Core Insights - Erasca, Inc. is advancing its RAS-targeting franchise with two promising candidates, ERAS-0015 and ERAS-4001, expected to enter clinical trials in 2025 [1][2] - The ongoing Phase 3 SEACRAFT-2 trial is progressing well, with randomized data anticipated in the second half of 2025 [1][2] - The company has a robust financial position, with cash, cash equivalents, and marketable securities totaling $440 million as of December 31, 2024, which is expected to fund operations into the second half of 2027 [1][9][10] RAS-Targeting Franchise - The RAS-targeting franchise includes ERAS-0015, a potential best-in-class pan-RAS molecular glue, and ERAS-4001, a potential first-in-class pan-KRAS inhibitor, both addressing significant unmet medical needs in various cancers [2][5] - The SEACRAFT-2 trial has received FDA Fast Track Designation for NRASm melanoma, positioning it as a potential first-to-market therapy in a high unmet need area [2][5] Research and Development Highlights - The company has made significant progress in its RAS-targeting programs, with key activities completed to support IND submissions for both ERAS-0015 and ERAS-4001 [5] - Initial Phase 1b data for naporafenib plus trametinib in melanoma showed promising efficacy and tolerability, reinforcing the rationale for the ongoing SEACRAFT-2 trial [5][6] Financial Performance - R&D expenses for Q4 2024 were $26.1 million, up from $24.8 million in Q4 2023, driven by clinical trial and preclinical study costs [11] - For the full year 2024, R&D expenses totaled $115.4 million, compared to $103.8 million in 2023 [11] - The net loss for Q4 2024 was $32.2 million, compared to $29.7 million in Q4 2023, with a full-year net loss of $161.7 million, or $(0.69) per share [13][20] Corporate Developments - The company strengthened its leadership team with key appointments in medical affairs and clinical development, enhancing its capabilities in oncology [10] - Upcoming milestones include IND filings for ERAS-0015 and ERAS-4001 in mid-Q2 and Q2 2025, respectively, with initial Phase 1 data expected in 2026 [10][8]

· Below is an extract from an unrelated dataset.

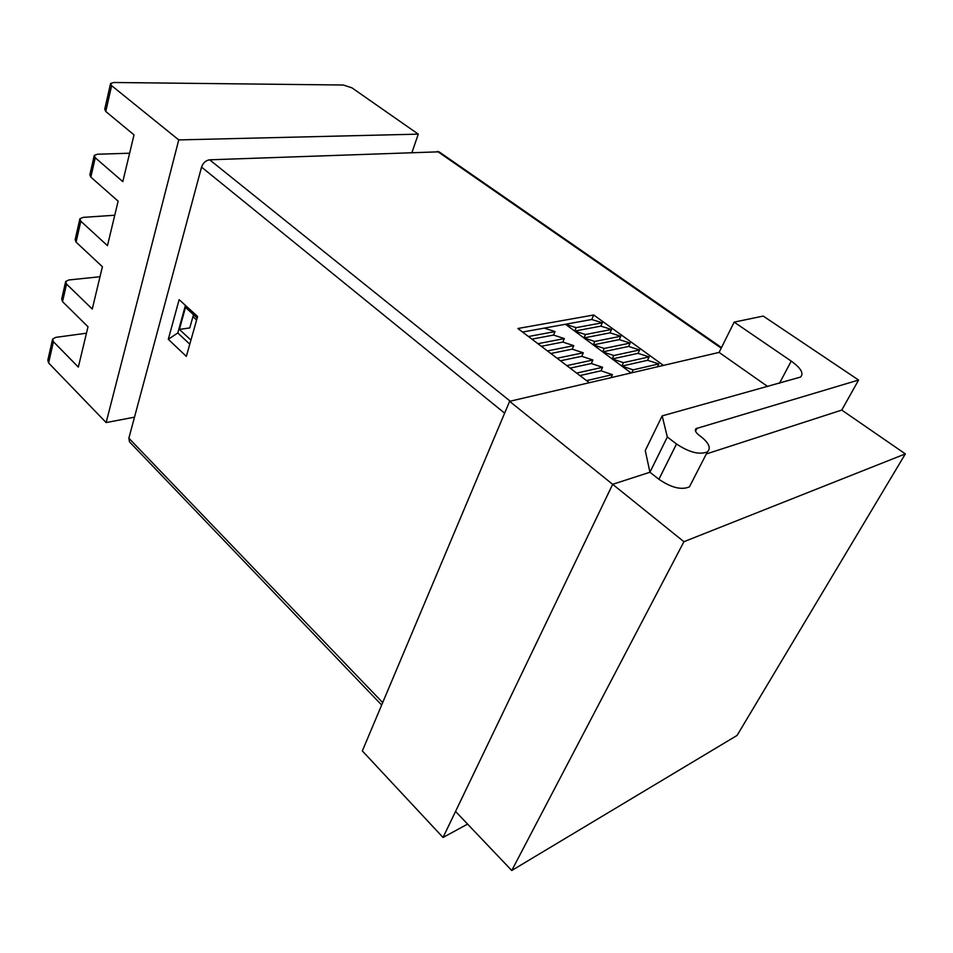 <?xml version="1.0" encoding="UTF-8"?>
<svg xmlns="http://www.w3.org/2000/svg" width="953" height="953" viewBox="0 0 953 953"><rect width="100%" height="100%" fill="white"/><g stroke="black" fill="none" stroke-linecap="round" stroke-linejoin="round"><path stroke-width="1.43" d="M721.504 347.559L439.047 151.813L209.66 159.806C205.8 160.414 203.096 162.844 201.548 167.097L128.858 438.189L129.489 441.835L381.665 705.029M185.43 305.389L177.806 332.942L189.79 344.188M589.323 382.713L517.896 328.499L593.719 314.99L663.419 365.404M179.128 299.659L197.616 316.491L186.335 356.398L168.3 339.28L179.128 299.659M177.806 332.942L168.3 339.28M593.719 314.99L591.73 319.505L602.32 322.781L600.831 326.14L611.516 329.476L610.003 332.847L620.796 336.242L619.259 339.613L630.159 343.068L628.611 346.439L639.618 349.954L638.045 353.337L649.16 356.899L623.429 362.64L621.832 366.107L565.498 324.258L591.73 319.505M657.415 366.81L658.797 363.915L647.563 360.294L649.16 356.899M522.589 332.049L565.498 324.258L576.16 327.653L602.32 322.781M631.077 372.968L621.832 366.107L633.149 369.847L631.779 372.802M528.462 336.516L555.015 331.584L544.294 328.118M611.016 377.65L612.398 374.648L601.009 370.812L602.594 367.298L591.325 363.522L592.897 360.008L581.735 356.303L583.284 352.801L572.241 349.155L573.766 345.653L562.842 342.067L564.343 338.589L553.526 335.063L555.015 331.584M623.429 362.64L612.219 358.959L613.792 355.517L602.701 351.895L604.25 348.441L593.266 344.891L594.803 341.448L583.927 337.946L585.44 334.515L574.671 331.072L576.16 327.653M574.671 331.072L600.831 326.14M531.905 339.137L553.526 335.063M585.44 334.515L611.516 329.476M537.909 343.688L564.343 338.589M583.927 337.946L610.003 332.847M541.328 346.284L562.842 342.067M594.803 341.448L620.796 336.242M547.451 350.93L573.766 345.653M593.266 344.891L619.259 339.613M550.834 353.492L572.241 349.155M604.25 348.441L630.159 343.068M557.088 358.245L583.284 352.801M612.398 374.648L586.571 380.628M658.797 363.915L633.149 369.847M602.701 351.895L628.611 346.439M560.435 360.782L581.735 356.303M601.009 370.812L579.912 375.565M647.563 360.294L621.832 366.107M613.792 355.517L639.618 349.954M566.821 365.63L592.897 360.008M602.594 367.298L576.648 373.088M612.219 358.959L638.045 353.337M570.12 368.144L591.325 363.522M190.934 340.114L179.402 329.404L185.49 307.39L197.176 318.04M196.616 320.017L192.935 316.658M193.495 314.681L189.778 327.927L179.402 329.404M511.749 870.506L737.074 735.43L905.35 453.902L683.932 541.697L511.749 870.506L455.546 811.444L612.672 484.315L683.932 541.697M905.35 453.902L841.761 410.076L858.593 380.044L696.119 428.6C694.523 430.137 695.487 432.317 699.025 435.176L700.848 436.534C709.02 443.097 711.2 448.208 707.412 451.853C699.562 455.057 689.257 452.437 676.511 443.991L658.904 479.276L649.934 472.235L612.672 484.315L649.934 472.235L645.264 450.566L662.168 415.889L800.508 377.09C804.046 373.481 800.961 368.144 791.228 361.092L779.494 383.285M706.316 453.962L841.761 410.076M86.461 333.205L55.75 337.374L52.618 339.065L53.428 341.722L78.337 367.096L88.01 326.736L62.529 301.648L66.531 284.077L65.674 281.504L68.83 279.968L100.005 276.739M114.753 215.235L83.09 217.379L79.897 218.749L80.814 221.215L107.463 245.66L118.124 201.166L90.845 177.115L95.24 157.757L94.264 155.41L97.48 154.231L129.62 153.219M412.006 152.313L418.284 134.147L351.967 87.855L343.378 85.02L113.824 82.494L110.572 83.447L111.632 85.663L178.747 139.912L106.128 422.572L134.492 417.176M418.284 134.147L178.747 139.912M52.463 339.78L47.817 360.258L48.603 362.95L106.128 422.572M65.519 282.183L61.695 299.051L62.529 301.648M79.754 219.393L75.168 239.596L76.073 242.11L102.4 266.721L92.262 309.034L66.531 284.077M94.121 156.006L89.88 174.733L90.845 177.115M110.453 83.995L104.735 109.202L105.759 111.465L134.016 134.885L122.806 181.63L95.24 157.757M443.038 837.473L362.331 750.928L509.617 401.332L612.672 484.315L443.038 837.473L467.589 824.107M858.593 380.044L763.222 316.074L734.167 322.126L719.098 352.407L509.617 401.332M719.098 352.407L767.737 386.561M734.167 322.126L791.228 361.092M676.511 443.991L667.326 437.01L662.168 415.889M691.437 482.945L689.436 486.84C681.562 490.271 671.389 487.757 658.904 479.276M667.326 437.01L649.934 472.235M209.66 159.806L510.224 401.189M721.207 348.167L437.403 151.36M504.625 413.161L201.548 167.097M128.858 438.189L382.689 702.599M48.603 362.95L53.428 341.722M76.073 242.11L80.814 221.215M105.759 111.465L111.632 85.663M697.048 428.159L695.535 431.161M696.119 428.6L695.333 430.16M707.412 451.853L689.436 486.84"/></g></svg>

Company Overview - Erasca, Inc. is a clinical-stage precision oncology company focused on discovering, developing, and commercializing therapies for patients with RAS/MAPK pathway-driven cancers [3] - The company was co-founded by pioneers in precision oncology and RAS targeting, aiming to create novel therapies and combination regimens to comprehensively shut down the RAS/MAPK pathway [3] - Erasca has one of the deepest RAS/MAPK pathway-focused pipelines in the industry, supported by a scientific advisory board of leading experts [3] Recent Events - Erasca announced its participation in the Guggenheim Securities SMID Cap Biotech Conference on February 6, 2025, at 9:30 am Eastern Time, where management will engage in a fireside chat and one-on-one investor meetings [1] - A live audio webcast of the event will be available on Erasca's website, with an archived replay accessible for 30 days post-event [2]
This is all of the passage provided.